So with public IPv4 addresses running out, when moving over to my new KVM hosting setup, I had to give a Private IP 192.168.1.x to some VPSs and then setup a reverse proxy.

Assuming you have debian or ubuntu, its simple: a2enmod proxy a2enmod proxy_http

/etc/init.d/apache2 restart

The following vhost config forwards traffic over port 80 and 443 (https). Of course when a client goes to https://privatevps.website.com they will get the ssl cert of the public facing apache server which most likely will be a different domain. In any case they can choose to accept the ssl cert warning.

Features

1. ProxyPreserveHost On means that on apache on the VPS they can setup vhosts as normal and it will work as normal.
2. ServerAlias *domain.net means that any subdomains the client creates, it will just work with the proxy and traffic will be sent to the private VPS.
3. https traffic can be sent.
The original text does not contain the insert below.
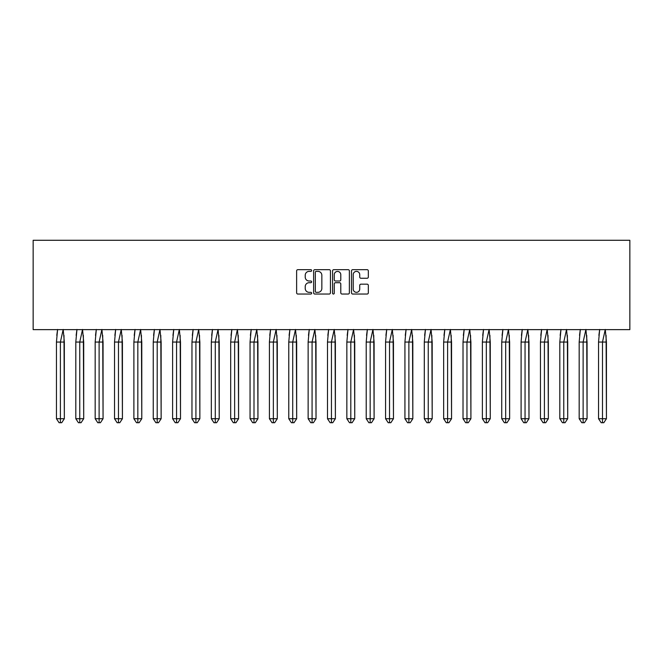 <?xml version="1.0" encoding="UTF-8"?>
<svg xmlns="http://www.w3.org/2000/svg" width="663" height="663" viewBox="0 0 663 663"><rect width="100%" height="100%" fill="white"/><g stroke="black" fill="none" stroke-linecap="round" stroke-linejoin="round"><path stroke-width="0.99" d="M311.643 270.529A0.854 0.854 0 0 0 310.79 269.675L297.844 269.675A1.218 1.218 0 0 0 296.626 270.894L296.626 292.822A1.218 1.218 0 0 0 297.844 294.041L310.79 294.041A0.854 0.854 0 0 0 311.643 293.187A0.854 0.854 0 0 0 310.79 292.333L309.115 292.333A3.895 3.895 0 0 1 305.22 288.438L305.22 286.607A3.895 3.895 0 0 1 309.115 282.711L310.79 282.711A0.854 0.854 0 0 0 311.643 281.858A0.854 0.854 0 0 0 310.79 281.004L309.115 281.004A3.895 3.895 0 0 1 305.22 277.109L305.22 275.278A3.895 3.895 0 0 1 309.115 271.382L310.79 271.382A0.854 0.854 0 0 0 311.643 270.529M367.103 278.261A1.218 1.218 0 0 0 368.321 277.043L368.321 270.894A1.218 1.218 0 0 0 367.103 269.675L352.724 269.675A1.218 1.218 0 0 0 351.506 270.894L351.506 292.822A1.218 1.218 0 0 0 352.724 294.041L367.103 294.041A1.218 1.218 0 0 0 368.321 292.822L368.321 285.388A1.218 1.218 0 0 0 367.103 284.17L360.945 284.17A1.218 1.218 0 0 0 359.727 285.388L359.727 289.076A3.257 3.257 0 0 1 356.47 292.333A3.257 3.257 0 0 1 353.213 289.076L353.213 274.639A3.257 3.257 0 0 1 356.47 271.382A3.257 3.257 0 0 1 359.727 274.639L359.727 277.043A1.218 1.218 0 0 0 360.945 278.261L367.103 278.261M33.15 329.635L629.85 329.635L629.85 240.279L33.15 240.279L33.15 329.635M330.431 270.894A1.218 1.218 0 0 0 329.213 269.675L314.842 269.675A1.218 1.218 0 0 0 313.624 270.894L313.624 292.822A1.218 1.218 0 0 0 314.842 294.041L329.213 294.041A1.218 1.218 0 0 0 330.431 292.822L330.431 270.894M333.787 269.675L348.158 269.675A1.218 1.218 0 0 1 349.376 270.894L349.376 292.822A1.218 1.218 0 0 1 348.158 294.041L342.009 294.041A1.218 1.218 0 0 1 340.79 292.822L340.79 283.93A1.218 1.218 0 0 0 339.572 282.711L335.486 282.711A1.218 1.218 0 0 0 334.268 283.93L334.268 293.187A0.854 0.854 0 0 1 333.423 294.041A0.854 0.854 0 0 1 332.569 293.187L332.569 270.894A1.218 1.218 0 0 1 333.787 269.675M316.185 271.382A0.854 0.854 0 0 0 315.331 272.236L315.331 291.48A0.854 0.854 0 0 0 316.185 292.333L317.95 292.333A3.895 3.895 0 0 0 321.845 288.438L321.845 275.278A3.895 3.895 0 0 0 317.95 271.382L316.185 271.382M340.79 274.697A3.257 3.257 0 0 0 337.533 271.44A3.257 3.257 0 0 0 334.268 274.697L334.268 279.786A1.218 1.218 0 0 0 335.486 281.004L339.572 281.004A1.218 1.218 0 0 0 340.79 279.786L340.79 274.697M63.996 335.362L64.344 418.726L61.709 422.721L64.344 418.726L64.344 342.05L56.446 342.05L56.446 418.726L56.446 342.05L57.598 329.453M64.344 342.05L63.184 329.453L60.391 342.05L60.391 422.721L61.709 422.721L60.126 422.721M56.786 335.362L57.565 329.635M60.391 422.721L59.073 422.721L56.446 418.726L64.344 418.726M83.356 335.362L83.704 418.726L81.068 422.721L83.704 418.726L83.704 342.05L75.806 342.05L75.806 418.726L75.806 342.05L76.958 329.453M83.704 342.05L82.543 329.453L79.751 342.05L79.751 422.721L81.068 422.721L79.485 422.721M76.146 335.362L76.925 329.635M102.715 335.362L103.063 418.726L100.428 422.721L103.063 418.726L103.063 342.05L95.165 342.05L95.165 418.726L95.165 342.05L96.317 329.453M103.063 342.05L101.903 329.453L99.11 342.05L99.11 422.721L100.428 422.721L98.845 422.721M95.505 335.362L96.284 329.635M122.075 335.362L122.423 418.726L119.788 422.721L122.423 418.726L122.423 342.05L114.525 342.05L114.525 418.726L114.525 342.05L115.677 329.453M122.423 342.05L121.263 329.453L118.47 342.05L118.47 422.721L119.788 422.721L118.213 422.721M114.865 335.362L115.644 329.635M141.434 335.362L141.783 418.726L139.147 422.721L141.783 418.726L141.783 342.05L133.885 342.05L133.885 418.726L133.885 342.05L135.045 329.453M141.783 342.05L140.622 329.453L137.829 342.05L137.829 422.721L139.147 422.721L137.572 422.721M134.224 335.362L135.012 329.635M160.802 335.362L161.142 418.726L158.507 422.721L161.142 418.726L161.142 342.05L153.244 342.05L153.244 418.726L153.244 342.05L154.404 329.453M161.142 342.05L159.982 329.453L157.197 342.05L157.197 422.721L158.507 422.721L156.932 422.721M153.592 335.362L154.371 329.635M79.751 422.721L78.433 422.721L75.806 418.726L83.704 418.726M99.11 422.721L97.793 422.721L95.165 418.726L103.063 418.726M118.47 422.721L117.16 422.721L114.525 418.726L122.423 418.726M137.829 422.721L136.52 422.721L133.885 418.726L141.783 418.726M157.197 422.721L155.88 422.721L153.244 418.726L161.142 418.726M180.162 335.362L180.502 418.726L177.866 422.721L180.502 418.726L180.502 342.05L172.604 342.05L172.604 418.726L172.604 342.05L173.764 329.453M180.502 342.05L179.35 329.453L176.557 342.05L176.557 422.721L177.866 422.721L176.292 422.721M172.952 335.362L173.731 329.635M176.557 422.721L175.239 422.721L172.604 418.726L180.502 418.726M199.522 335.362L199.861 418.726L197.234 422.721L199.861 418.726L199.861 342.05L191.963 342.05L191.963 418.726L191.963 342.05L193.124 329.453M199.861 342.05L198.709 329.453L195.917 342.05L195.917 422.721L197.234 422.721L195.651 422.721M192.311 335.362L193.09 329.635M195.917 422.721L194.599 422.721L191.963 418.726L199.861 418.726M218.881 335.362L219.221 418.726L216.594 422.721L219.221 418.726L219.221 342.05L211.323 342.05L211.323 418.726L211.323 342.05L212.483 329.453M219.221 342.05L218.069 329.453L215.276 342.05L215.276 422.721L216.594 422.721L215.011 422.721M211.671 335.362L212.45 329.635M215.276 422.721L213.958 422.721L211.323 418.726L219.221 418.726M238.241 335.362L238.581 418.726L235.953 422.721L238.581 418.726L238.581 342.05L230.683 342.05L230.683 418.726L230.683 342.05L231.843 329.453M238.581 342.05L237.429 329.453L234.636 342.05L234.636 422.721L235.953 422.721L234.37 422.721M231.031 335.362L231.81 329.635M234.636 422.721L233.318 422.721L230.683 418.726L238.581 418.726M257.6 335.362L257.948 418.726L255.313 422.721L257.948 418.726L257.948 342.05L250.05 342.05L250.05 418.726L250.05 342.05L251.202 329.453M257.948 342.05L256.788 329.453L253.995 342.05L253.995 422.721L255.313 422.721L253.73 422.721M250.39 335.362L251.169 329.635M253.995 422.721L252.678 422.721L250.05 418.726L257.948 418.726M276.96 335.362L277.308 418.726L274.673 422.721L277.308 418.726L277.308 342.05L269.41 342.05L269.41 418.726L269.41 342.05L270.562 329.453M277.308 342.05L276.148 329.453L273.355 342.05L273.355 422.721L274.673 422.721L273.09 422.721M269.75 335.362L270.529 329.635M273.355 422.721L272.037 422.721L269.41 418.726L277.308 418.726M296.32 335.362L296.668 418.726L294.032 422.721L296.668 418.726L296.668 342.05L288.77 342.05L288.77 418.726L288.77 342.05L289.922 329.453M296.668 342.05L295.507 329.453L292.714 342.05L292.714 422.721L294.032 422.721L292.458 422.721M289.109 335.362L289.888 329.635M292.714 422.721L291.397 422.721L288.77 418.726L296.668 418.726M315.679 335.362L316.027 418.726L313.392 422.721L316.027 418.726L316.027 342.05L308.129 342.05L308.129 418.726L308.129 342.05L309.281 329.453M316.027 342.05L314.867 329.453L312.074 342.05L312.074 422.721L313.392 422.721L311.817 422.721M308.469 335.362L309.248 329.635M312.074 422.721L310.765 422.721L308.129 418.726L316.027 418.726M335.047 335.362L335.387 418.726L332.751 422.721L335.387 418.726L335.387 342.05L327.489 342.05L327.489 418.726L327.489 342.05L328.649 329.453M335.387 342.05L334.227 329.453L331.442 342.05L331.442 422.721L332.751 422.721L331.177 422.721M327.837 335.362L328.616 329.635M331.442 422.721L330.124 422.721L327.489 418.726L335.387 418.726M354.407 335.362L354.746 418.726L352.111 422.721L354.746 418.726L354.746 342.05L346.848 342.05L346.848 418.726L346.848 342.05L348.009 329.453M354.746 342.05L353.594 329.453L350.802 342.05L350.802 422.721L352.111 422.721L350.536 422.721M347.197 335.362L347.976 329.635M350.802 422.721L349.484 422.721L346.848 418.726L354.746 418.726M373.766 335.362L374.106 418.726L371.479 422.721L374.106 418.726L374.106 342.05L366.208 342.05L366.208 418.726L366.208 342.05L367.368 329.453M374.106 342.05L372.954 329.453L370.161 342.05L370.161 422.721L371.479 422.721L369.896 422.721M366.556 335.362L367.335 329.635M370.161 422.721L368.843 422.721L366.208 418.726L374.106 418.726M393.126 335.362L393.466 418.726L390.839 422.721L393.466 418.726L393.466 342.05L385.568 342.05L385.568 418.726L385.568 342.05L386.728 329.453M393.466 342.05L392.314 329.453L389.521 342.05L389.521 422.721L390.839 422.721L389.256 422.721M385.916 335.362L386.695 329.635M389.521 422.721L388.203 422.721L385.568 418.726L393.466 418.726M412.485 335.362L412.825 418.726L410.198 422.721L412.825 418.726L412.825 342.05L404.927 342.05L404.927 418.726L404.927 342.05L406.087 329.453M412.825 342.05L411.673 329.453L408.88 342.05L408.88 422.721L410.198 422.721L408.615 422.721M405.275 335.362L406.054 329.635M408.88 422.721L407.563 422.721L404.927 418.726L412.825 418.726M431.845 335.362L432.193 418.726L429.558 422.721L432.193 418.726L432.193 342.05L424.295 342.05L424.295 418.726L424.295 342.05L425.447 329.453M432.193 342.05L431.033 329.453L428.24 342.05L428.24 422.721L429.558 422.721L427.975 422.721M424.635 335.362L425.414 329.635M428.24 422.721L426.922 422.721L424.295 418.726L432.193 418.726M451.205 335.362L451.553 418.726L448.917 422.721L451.553 418.726L451.553 342.05L443.655 342.05L443.655 418.726L443.655 342.05L444.807 329.453M451.553 342.05L450.392 329.453L447.6 342.05L447.6 422.721L448.917 422.721L447.334 422.721M443.995 335.362L444.774 329.635M447.6 422.721L446.282 422.721L443.655 418.726L451.553 418.726M470.564 335.362L470.912 418.726L468.277 422.721L470.912 418.726L470.912 342.05L463.014 342.05L463.014 418.726L463.014 342.05L464.166 329.453M470.912 342.05L469.752 329.453L466.959 342.05L466.959 422.721L468.277 422.721L466.694 422.721M463.354 335.362L464.133 329.635M466.959 422.721L465.641 422.721L463.014 418.726L470.912 418.726M489.924 335.362L490.272 418.726L487.636 422.721L490.272 418.726L490.272 342.05L482.374 342.05L482.374 418.726L482.374 342.05L483.526 329.453M490.272 342.05L489.112 329.453L486.319 342.05L486.319 422.721L487.636 422.721L486.062 422.721M482.714 335.362L483.493 329.635M486.319 422.721L485.009 422.721L482.374 418.726L490.272 418.726M509.283 335.362L509.632 418.726L506.996 422.721L509.632 418.726L509.632 342.05L501.734 342.05L501.734 418.726L501.734 342.05L502.894 329.453M509.632 342.05L508.471 329.453L505.678 342.05L505.678 422.721L506.996 422.721L505.421 422.721M502.073 335.362L502.861 329.635M505.678 422.721L504.369 422.721L501.734 418.726L509.632 418.726M528.651 335.362L528.991 418.726L526.356 422.721L528.991 418.726L528.991 342.05L521.093 342.05L521.093 418.726L521.093 342.05L522.253 329.453M528.991 342.05L527.839 329.453L525.046 342.05L525.046 422.721L526.356 422.721L524.781 422.721M521.441 335.362L522.22 329.635M525.046 422.721L523.729 422.721L521.093 418.726L528.991 418.726M548.011 335.362L548.351 418.726L545.724 422.721L548.351 418.726L548.351 342.05L540.453 342.05L540.453 418.726L540.453 342.05L541.613 329.453M548.351 342.05L547.199 329.453L544.406 342.05L544.406 422.721L545.724 422.721L544.141 422.721M540.801 335.362L541.58 329.635M544.406 422.721L543.088 422.721L540.453 418.726L548.351 418.726M567.371 335.362L567.71 418.726L565.083 422.721L567.71 418.726L567.71 342.05L559.812 342.05L559.812 418.726L559.812 342.05L560.973 329.453M567.71 342.05L566.558 329.453L563.765 342.05L563.765 422.721L565.083 422.721L563.5 422.721M560.16 335.362L560.939 329.635M563.765 422.721L562.448 422.721L559.812 418.726L567.71 418.726M586.73 335.362L587.07 418.726L584.443 422.721L587.07 418.726L587.07 342.05L579.172 342.05L579.172 418.726L579.172 342.05L580.332 329.453M587.07 342.05L585.918 329.453L583.125 342.05L583.125 422.721L584.443 422.721L582.86 422.721M579.52 335.362L580.299 329.635M583.125 422.721L581.807 422.721L579.172 418.726L587.07 418.726M606.09 335.362L606.438 418.726L603.802 422.721L606.438 418.726L606.438 342.05L598.54 342.05L598.54 418.726L598.54 342.05L599.692 329.453M606.438 342.05L605.278 329.453L602.485 342.05L602.485 422.721L603.802 422.721L602.219 422.721M598.88 335.362L599.659 329.635M602.485 422.721L601.167 422.721L598.54 418.726L606.438 418.726"/></g></svg>

This requires ssl setup on apache first. See Apache2_SSL_PHP5_MySQL5

vi /etc/apache2/sites-available/02-proxy-vps1 <VirtualHost *:80>

      ProxyRequests Off
      ProxyPreserveHost On
      ProxyPass / http://192.168.1.3:80/
      ProxyPassReverse / http://192.168.1.3:80/
      ServerName www.domain.net
      ServerAlias *domain.net
      CustomLog /var/log/apache2/access_domain.log combined
      ErrorLog /var/log/apache2/error_domain.log

</VirtualHost> <VirtualHost *:443>

      ProxyRequests Off
      ProxyPreserveHost On
      ProxyPass / https://192.168.1.3:443/
      ProxyPassReverse / https://192.168.1.3:443/
      ServerName www.domain.net
      ServerAlias *domain.net
      CustomLog /var/log/apache2/access_domain.log combined
      ErrorLog /var/log/apache2/error_domain.log

SSLProxyEngine On

      SSLEngine on
      SSLCertificateFile    /etc/ssl/certs/ssl-cert-snakeoil.pem
      SSLCertificateKeyFile /etc/ssl/private/ssl-cert-snakeoil.key
      BrowserMatch "MSIE [[2-6]]" \
              nokeepalive ssl-unclean-shutdown \
              downgrade-1.0 force-response-1.0
      # MSIE 7 and newer should be able to use keepalive
      BrowserMatch "MSIE [[17-9]]" ssl-unclean-shutdown

</VirtualHost>

a2ensite 02-proxy-vps1

One of the main issues with mod_proxy and apache is that in the apache logs on the Private VPS with the private 192.168.1.x IP address, the IP address of the proxy will appear and not (by default) the clients true IP Address. As a result when tailing access.log or error.log on the backend apache server, the ip of the proxy will appear (192.168.1.1). While most people use google analytics or a javascript web traffic method, using webalizer or similar on the backend server won't work.

The Solution apt-get install libapache2-mod-rpaf a2enmod rpaf

vi /etc/apache2/mods-enabled/rpaf.conf //Change the following to (where 192.168.1.1 is the proxy IP): <IfModule mod_rpaf.c> RPAFenable On RPAFsethostname On RPAFproxy_ips 192.168.1.1 </IfModule>

/etc/init.d/apache2 restart tail /var/log/apache2/access.log

Now the true client IP address will show correctly in the access.log behind the proxy server.

Conclusion: this method works very well. I have a single vhost for each Private VPS. By default I add a wildcard domain to send traffic to the private VPS. If the client gets a new domain name, I can add it as a ServerAlias. The ProxyPreserveHost makes this easy.